I don’t know if Swig Sugar Cookies are more popular or well known in other parts of the country but they’re not that common where I live. I only heard about them through the internet and since I don’t buy store bought cookies (Oreos and Biscoff cookies being the rare exceptions), if they’re sold in the supermarkets in my area, I’ve missed them completely.
So it’s just as well that I’m a cookie snob and prefer to make my own anyway. If you’ve never had a “swig sugar cookie”, they’re best described as a cross between a cakey shortbread and a sugar cookie. Every recipe I’ve seen makes them large and they’re frosted with some kind of vanilla frosting (not a glaze or a thin icing but an honest to goodness frosting) which can easily be tinted different colors, depending on your preference, mood or occasion. Or you can leave untinted and flavor it instead.

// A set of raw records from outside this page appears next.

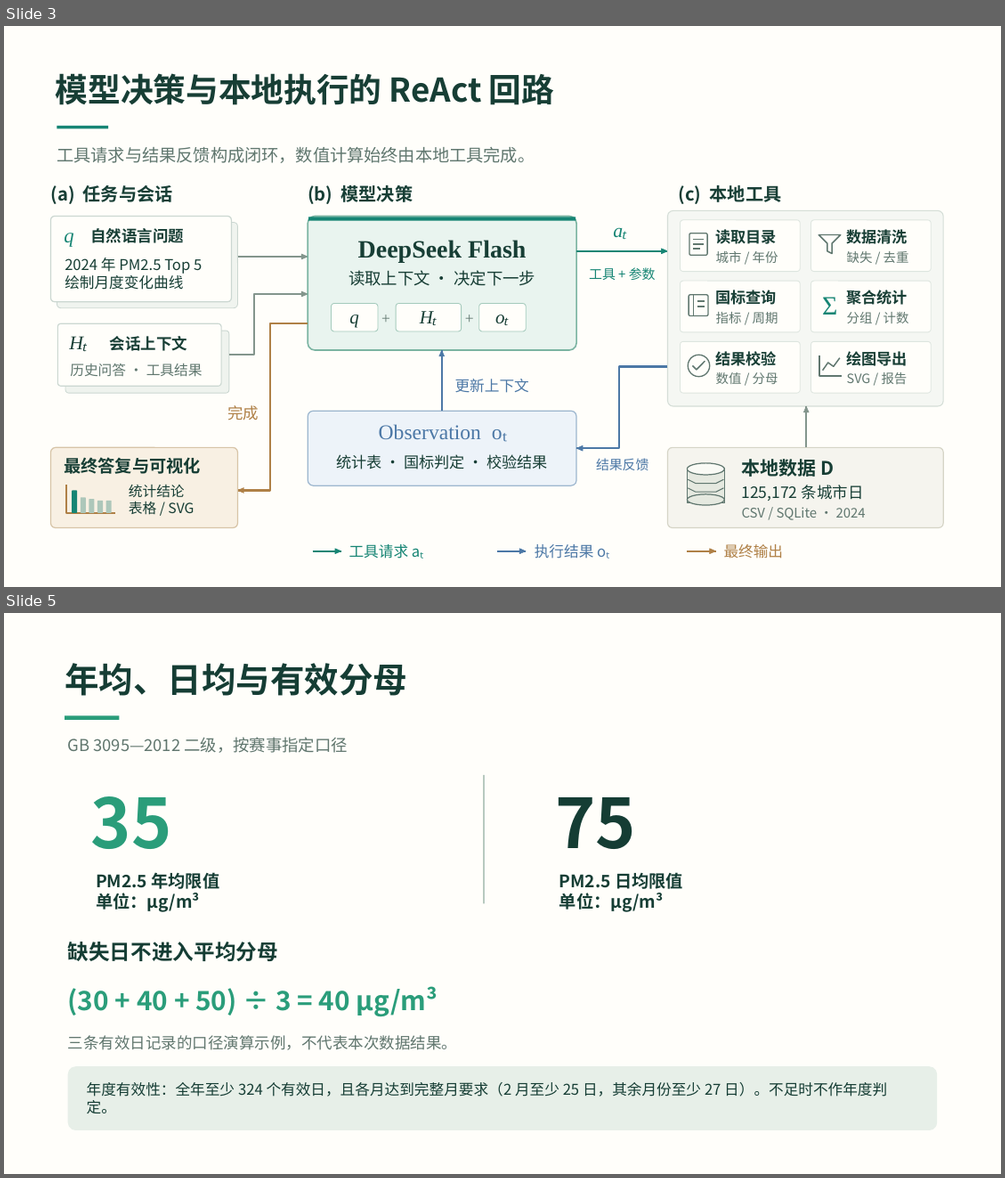
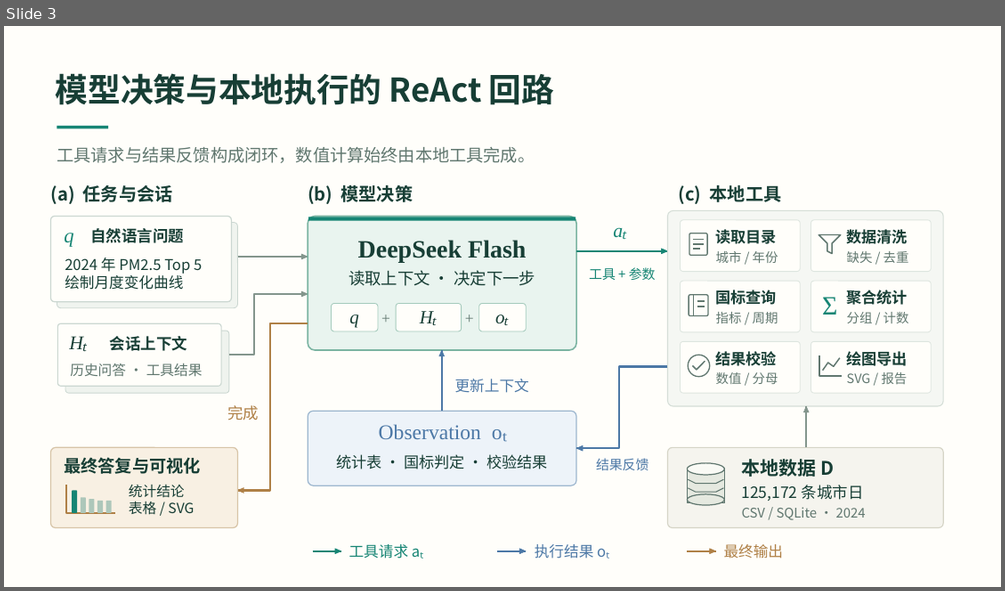
Before and after one commit to liujiting123/AirScope, a slide deck: docs/参赛答辩.pptx. Shown one above the other, each under a label of ours: slides 3 and 5 before the commit, slide 3 after it; the slides between them are not shown. The pictures are 1005x1178 and 1005x591 pixels, drawn with LibreOffice and Linux fonts; fonts in the diff are those of the drawing. Boxes give left, top, right and bottom in pixels: in the first picture for what was removed or moved away, otherwise in the second. Text is boxed around its words. In the diff, an @@ line names an element or a change of style, - is before the commit and + after.

```diff
--- a/docs/参赛答辩.pptx
+++ b/docs/参赛答辩.pptx
@@ slide 5 removed at [4,613,1001,1174], background #FFFEFA @@
@@ text removed at [65,663,407,696] @@
-年均、日均与有效分母
@@ rectangle removed at [65,716,119,720] @@
@@ text removed at [68,737,347,753] @@
-GB 3095—2012 二级，按赛事指定口径
@@ text removed at [91,796,172,849] @@
-35
@@ rectangle removed at [484,775,485,904] @@
@@ text removed at [556,797,637,849] @@
-75
@@ text removed at [96,872,220,912] @@
-PM2.5 年均限值
-单位：μg/m³
@@ text removed at [559,872,683,912] @@
-PM2.5 日均限值
-单位：μg/m³
@@ text removed at [68,941,278,961] @@
-缺失日不进入平均分母
@@ text removed at [68,986,438,1017] @@
-(30 + 40 + 50) ÷ 3 = 40 μg/m³
@@ text removed at [68,1035,457,1050] @@
-三条有效日记录的口径演算示例，不代表本次数据结果。
@@ rounded rectangle removed at [67,1066,937,1130] @@
@@ text removed at [87,1082,887,1113] @@
-年度有效性：全年至少 324 个有效日，且各月达到完整月要求（2 月至少 25 日，其余月份至少 27 日）。不足时不作年度判定。
```
Also in this commit, not shown: 10 slides added, 6 other slides removed, 3 other files.

Which is what this version does in making a lemon cream cheese frosting for the cookies. The dough itself is easy to make and great to work with, having a smooth consistency, not dry or crumbly or oily or sticky. Make the dough balls into the size of a golf ball – or thereabouts – then press gently with the bottom of a glass. Not too hard as you don’t want them to be thin and they will spread a little, though not much.
If you’re making these for a crowd and don’t want to have such big servings, rather than making them smaller, which I think detracts from the bold-as-brass, look-at-me impression you want them to make, go ahead and make them jumbo or large-sized but cut them in half after you frost them. Then serve with the halves lined up to still look like whole cookies. People can take then take a half as their serving. But after they take a bite, I bet you they come back for the other half.
3/4 cup vegetable oil
1 1/4 cup granulated sugar plus 1/4 cup reserved
3/4 cup confectioners' sugar
2 tablespoons water
1 teaspoon lemon juice
1 tablespoon lemon zest
2 large eggs
1/2 teaspoon baking soda
1/2 teaspoon cream of tartar
1 teaspoon salt
5 1/2 cups flour
Lemon Cream Cheese Frosting
1 8-ounce package cream cheese, softened
1/4 cup butter, room temperature
2 tablespoons lemon juice
2 teaspoons lemon zest
1 teaspoon vanilla extract
5 cups confectioners' sugar (or less if you prefer less sweet and more tangy frosting)
- Preheat oven to 350 degrees F. Line baking sheets with parchment paper.
- In a medium-sized mixing bowl, combine flour, baking soda, cream of tartar and salt; set aside.
- In a large mixing bowl, cream together butter, vegetable oil, 1 1/4 cups granulated sugar, confectioners' sugar and water. Add in lemon juice and lemon zest and mix briefly to combine. Add eggs and beat until just combined.
- Slowly add in flour mixture until just combined. Do not overmix. Roll the dough into golf-ball sized balls and place onto prepared baking sheets.
- Dip the bottom of a glass into the reserved 1/4 cup sugar and press onto each dough ball to slightly flatten the cookie.
- Bake for 8-10 minutes or until the bottoms are lightly brown. Do not overbake. Remove to wire cooling rack and let cool completely before frosting.
- To make the frosting: beat cream cheese and butter until creamy and well combined. Add lemon juice, lemon zest and vanilla and beat until incorporated. Add confectioners' sugar, one cup at a time, until desired flavor and consistency. Beat until smooth and frost each cookie with frosting.